Classic Jeff Barr presenting the compelling dual case for building your business on top of Amazon’s web services (SAAS) and building your application on Amazon’s computing services – he coined the new term 'Hardware-as-a-Service' (HAAS). Even including humans in the loop via api calls to Mechanical Turk. - Maybe Mechanical Turk should be labeled PAAS - People-as-a-service.
Subject of much post-session discussions around who was brave enough to let Amazon be your mission critical partner.
Paul Hammond & Simon Willison, Yahoo! – Web Services for Fun and Profit.
The key message from this entertaining pair was: Be it an internal or an external service, build it from Web Services. This will by default encourage innovation and make work more enjoyable. Yahoo! Run internal hack-fest days to encourage such innovation.
Jeremy Keith, ClearLeft (Conference Organisers) - The joy of API.
An interesting ramble through Jeremy’s mashup experiences. From an api producer’s point of view, the key messages were: The simpler the better – if you can understand the api call from what its URL looks like you are a long way towards getting your api adopted. SOAP is far too heavyweight and obscure – REST rules.
Aral Balkan – Mash My Flex Up.
Aral did a good job of promoting of Flex 2 and the Flash Platform as a superior environment for Open Source web development. Adobe may own the player, but it is openly distributed and more powerful and capable than AJAX.
Derek Featherstone, FurtherAhead – Accessible Web Applications in a Post Web 1.0 World.
His brief was “How do we build modern web applications that use DOM Scripting and Ajax-type technologies and ensure that they are accessible”.
He debunked the myth that the route to an accessible site was just to turn off JavaScript, and went on to point out the simple things you need to do to make things like pop-up suggest boxes useable in a screen reader environment.
Thomas Vander Wal, InfoCloud Solutions – Understanding Folksonomy (Tagging that Works).
The least exciting session of the day. His key message was that you must retain the three way relationship between the tag, the object being tagged, and the identity of the tagger. That way you have the ability to build up information about communities who are tagging etc.
Jeffrey Veen, Google – Designing the Complete User Experience.
Jeffrey was pushing the mantra of lots of User Research as early as possible in a project. Identify their objectives and goals and match them to your feature list. If they don’t want it why develop it – if it’s not on the feature list it probably should be - supported by pictures of walls full of post-it notes in the Google Offices of the Web Analytics team.

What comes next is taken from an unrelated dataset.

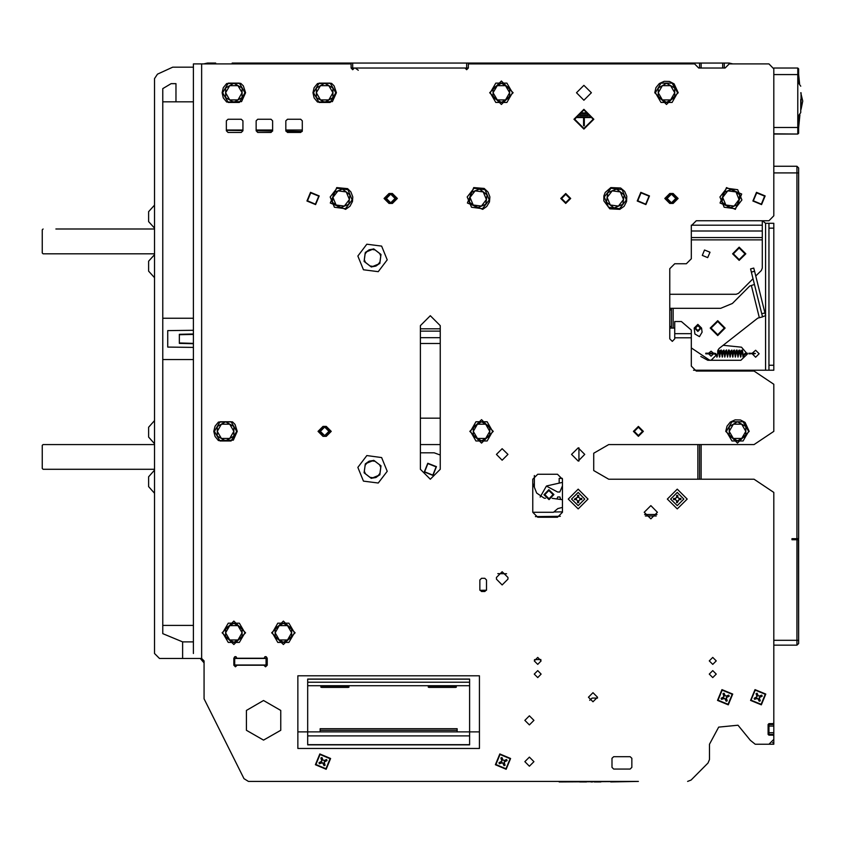 <?xml version="1.0" encoding="UTF-8"?>
<svg xmlns="http://www.w3.org/2000/svg" width="845" height="845" viewBox="0 0 845 845"><rect width="100%" height="100%" fill="white"/><g stroke="black" fill="none" stroke-linecap="round" stroke-linejoin="round"><path stroke-width="1.27" d="M557.51 781.445L555.926 781.445M574.515 499.046L577.568 497.24L577.568 495.413L578.73 495.413L578.73 497.24L579.955 498.465L581.782 498.465L581.782 499.627L579.955 499.627L578.73 500.842L578.73 502.68L577.568 502.68L577.568 500.842L576.353 499.627L574.515 499.627L574.515 499.046M677.236 502.68L676.665 502.68L676.665 500.842L675.44 499.627L673.602 499.627L673.602 498.465L675.44 498.465L676.665 497.24L676.665 495.413L677.817 495.413L677.817 497.24L679.042 498.465L680.869 498.465L680.869 499.627L679.042 499.627L677.236 502.68M798.398 538.677L798.62 643.552L796.972 645.2L796.972 640.246L798.62 640.246L798.62 643.552L796.972 645.2L773.851 645.2L773.851 722.824L773.851 492.434L754.036 479.231L608.706 479.231L593.686 470.559L593.686 453.216L608.706 444.544L754.036 444.544L773.851 431.33L773.851 384.264L754.036 371.061L696.227 371.061L691.273 366.107L691.273 330.099L681.366 321.512L674.764 321.512L674.764 338.856L672.282 341.327L669.81 338.856L669.81 268.668L674.764 263.714L686.32 263.714L691.273 258.76L691.273 225.731L696.227 220.777L768.897 220.777L773.851 215.824L773.851 68.836L768.897 63.882L732.858 63.882L729.256 63.058L724.302 63.058L724.302 68.012L725.126 68.012L698.709 68.012L694.579 63.882L468.331 63.882L468.331 68.012L466.672 68.012L466.672 63.058L476.591 63.058L476.591 63.882M193.357 653.46L193.357 63.882L351.076 63.882L351.076 63.058L352.724 63.058L352.724 68.012L351.076 68.012L352.724 69.66L354.372 68.012L351.076 68.012L351.076 63.882M193.357 359.495L162.81 359.495L162.81 633.644L182.626 641.894L182.626 658.413L159.504 658.413L201.617 658.413L204.089 660.885L204.089 698.868L244.015 778.71L248.441 781.445L289.148 781.445M193.357 63.882L193.357 68.836M699.533 371.061L701.181 370.226L693.491 370.226L768.897 370.226L768.897 365.272L773.851 365.272L773.851 370.226L768.897 370.226M768.897 223.249L773.851 223.249L773.851 228.203L768.897 228.203L768.897 223.249L765.591 223.249L762.391 220.777M669.81 308.298L671.458 308.298L671.458 328.113L669.81 328.113M761.767 313.727L764.968 312.925L765.654 315.639L762.517 316.748L750.582 268.879L753.793 268.076L754.585 271.266L751.385 272.069M671.458 308.298L720.711 308.298L732.383 303.461L749.769 286.085L754.469 284.459M762.57 316.928L757.764 318.132L718.958 348.594L717.701 351.193L717.701 353.706L718.324 350.664M674.764 328.113L671.458 328.113M768.897 220.777L762.285 220.777L762.285 268.118L761.324 270.463L755.768 276.009M469.566 685.707L454.895 685.707L454.705 686.784L429.936 686.784L429.746 685.707L348.827 685.707L349.006 687.217L348.182 687.439L348.182 685.675M348.827 685.707L347.358 685.728L347.358 686.784L322.589 686.784L322.399 685.707L307.728 685.707M320.107 731.907L320.107 728.717L457.177 728.717L457.177 731.907M321.765 685.675L321.765 687.439L320.931 687.217L321.121 685.707M429.102 685.675L429.102 687.439L428.278 687.217L428.468 685.707M456.163 685.707L456.353 687.217L455.529 687.439L455.529 685.675M322.589 686.774L347.358 686.774M429.936 686.774L454.705 686.774M801.102 92.781L801.102 109.301L802.75 101.041L800.764 92.781M800.764 99.393L800.764 112.607L800.764 99.393M323.054 760.13L321.945 757.574L320.889 758.018L321.882 761.165L318.945 762.676L319.389 763.743L322.536 762.75L324.047 765.676L325.114 765.243L324.121 762.095L327.047 760.574L326.614 759.518L324.015 760.532L323.054 760.13M503.071 760.13L501.962 757.574L500.895 758.018L501.888 761.165L498.962 762.676L499.395 763.743L502.543 762.75L504.064 765.676L505.12 765.243L504.127 762.095L507.063 760.574L506.62 759.518L504.032 760.532L503.071 760.13M758.218 695.731L757.109 693.175L756.043 693.608L757.035 696.755L754.11 698.276L754.553 699.333L757.69 698.34L759.211 701.276L760.278 700.832L759.285 697.685L762.211 696.174L761.767 695.108L759.18 696.122L758.218 695.731M725.19 695.731L724.08 693.175L723.014 693.608L724.007 696.755L721.081 698.276L721.524 699.333L724.661 698.34L726.182 701.276L727.249 700.832L726.256 697.685L729.182 696.174L728.739 695.108L726.151 696.122L725.19 695.731M476.591 63.058L701.181 63.058L701.181 68.012L722.655 68.012L722.655 63.058L724.302 63.058M203.793 63.882L207.395 63.058L215.655 63.058L215.655 63.882M232.164 63.058L351.076 63.058M699.533 63.058L699.533 68.012L698.709 68.012M691.273 63.058L691.273 63.882M342.816 63.058L342.816 63.882M193.357 343.355L179.32 342.986L179.32 334.345L179.32 343.366L193.357 343.704M768.073 724.471L768.897 723.647L773.027 723.647L773.851 722.824L773.851 726.119L768.897 726.119L768.897 723.647L768.073 724.471L768.073 734.379L768.897 735.203L773.027 735.203L773.851 736.027L773.851 739.333L768.897 744.287L755.198 744.287L750.339 740.294L738.002 725.221L718.63 727.122L709.441 744.287L718.63 727.122L738.002 725.221L750.339 740.294M772.583 742.639L773.851 742.639L773.851 744.287L755.198 744.287M768.897 732.731L773.851 732.731L773.851 734.379L768.897 734.379L768.897 726.119M267.178 658.413L267.178 665.015M233.822 658.413L234.646 658.413L234.646 665.015L233.822 665.015M266.027 665.015L266.027 658.413L266.851 658.413L266.851 665.015L234.646 665.015M773.777 68.012L773.851 74.613L797.796 74.613L797.796 68.012L798.62 68.836L798.62 74.613L797.796 74.613L797.796 127.468L798.62 127.468L798.62 133.246L798.62 129.94M798.62 72.142L798.62 83.085L800.764 86.179M773.851 172.876L796.972 172.876L796.972 166.275L798.62 167.923L798.62 538.677L796.972 538.677L796.972 539.733L792.019 539.733L792.019 538.677L796.972 538.677L796.972 172.876L798.62 172.876M586.578 781.942L579.638 781.942M600.858 781.942L594.257 781.942M610.766 781.942L638.355 781.445M148.604 221.39L148.604 211.905M148.604 270.928L148.604 261.443M148.604 436.907L148.604 427.422M148.604 486.445L148.604 476.96M798.62 128.292L798.62 115.702L798.62 133.246L797.796 134.07L798.62 133.246L797.796 134.07L797.796 127.468L773.851 127.468M796.972 645.2L798.62 643.552L798.62 539.733L796.972 539.733L796.972 640.246L773.851 640.246M636.781 781.445L559.158 781.942M720.996 350.612L719.56 357.15L718.239 350.538M705.744 353.199L705.744 353.865L705.744 353.199L708.744 353.199L708.744 353.865L708.744 353.199L714.363 353.221L715.757 353.537L716.571 355.006M705.744 353.865L714.268 353.886L717.004 355.481M742.037 350.559L743.114 357.086L744.614 354.34L747.424 353.865M742.058 350.601L740.611 357.15L739.301 350.538M728.77 350.538L730.08 357.15L731.527 350.612M730.175 353.844L730.608 351.245L731.833 350.041L733.08 356.664M731.506 350.559L732.763 357.16L734.125 350.664M722.559 356.664L721.303 350.031L720.394 350.326L719.644 353.844M723.595 350.664L722.253 357.16L720.975 350.559M739.386 350.664L738.023 357.16L736.734 350.559M743.051 357.002L743.632 356.717L742.375 350.041L741.445 350.337L740.706 353.844M726.204 350.559L727.492 357.16L728.855 350.664M732.805 353.844L733.555 350.326L734.432 350.01L735.52 356.516M734.21 350.538L735.351 357.15L736.755 350.664M619.786 209.317L624.096 206.243L626.62 201.585L626.832 196.293L624.687 191.445L620.642 188.034L610.829 187.643L605.221 192.502L603.869 195.913L603.826 200.846L609.815 208.831L619.786 209.317M482.717 209.317L486.773 206.518L489.445 201.934L489.846 196.832L488.04 192.047L484.217 188.393L473.76 187.643L467.401 202.958L482.717 209.317M345.647 209.317L349.957 206.243L352.471 201.585L352.777 196.832L350.865 191.899L347.612 188.688L336.69 187.643L330.332 202.958L345.647 209.317M654.78 92.781L655.973 87.626L659.322 83.518L664.128 81.3L669.42 81.426L674.12 83.866L678.229 92.781L666.504 104.505L654.78 92.781M725.792 431.33L726.985 426.176L730.333 422.067L735.139 419.849L740.431 419.976L745.132 422.416L749.24 431.33L737.516 443.065L725.792 431.33M726.225 350.664L724.82 357.15L723.679 350.538M754.912 353.706L752.219 353.865L755.683 357.181L759.148 353.717L755.683 350.252L752.251 353.199L754.912 353.368M213.838 431.33L215.031 426.176L218.38 422.067L232.459 421.845L235.047 424.443L237.287 431.33L233.315 440.129L218.38 440.604L215.031 436.495L213.838 431.33M312.925 92.781L314.118 87.626L317.466 83.518L331.546 83.296L334.134 85.894L336.373 92.781L332.402 101.58L317.466 102.055L314.118 97.946L312.925 92.781M222.098 92.781L223.291 87.626L226.629 83.518L240.709 83.296L243.307 85.894L245.546 92.781L241.575 101.58L226.629 102.055L223.291 97.946L222.098 92.781M719.908 356.643L718.968 350.485L717.859 350.168M724.999 356.516L723.911 350.01L722.813 350.855L722.274 353.844M738.139 356.516L737.093 350.031L736.206 350.305L735.435 353.844M740.959 356.643L739.861 350.179L738.794 350.379L738.076 353.844M727.545 353.844L728.527 350.031L729.33 350.179L730.429 356.643M743.463 355.08L745.079 353.347L747.402 353.199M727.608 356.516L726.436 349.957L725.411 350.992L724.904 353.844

He also was pushing the need to ‘design’ the user experience [functionality, features look and feel], not just the look of a site.
Other not in session things of interest:
- Impromptu ‘Microformats picnic’ took place in the park at the rear of the venue at lunchtime. Microformats were a hot topic in the back-channels of the conference. Microformats is the new RSS! In the same way that RSS is a simple easy API to your data events, embedding your on-screen data in miroformats provides a simple open api to the data itself.
- Conference social networking was supported by a backnetwork provided by conference sponsor Madgex.
Of the 350 attendees, 260 registered with it. Great way of tracking people's contact details [all in microformats] and who you met with. Also provides feeds from blogs and Flickr tagged dConstruct06.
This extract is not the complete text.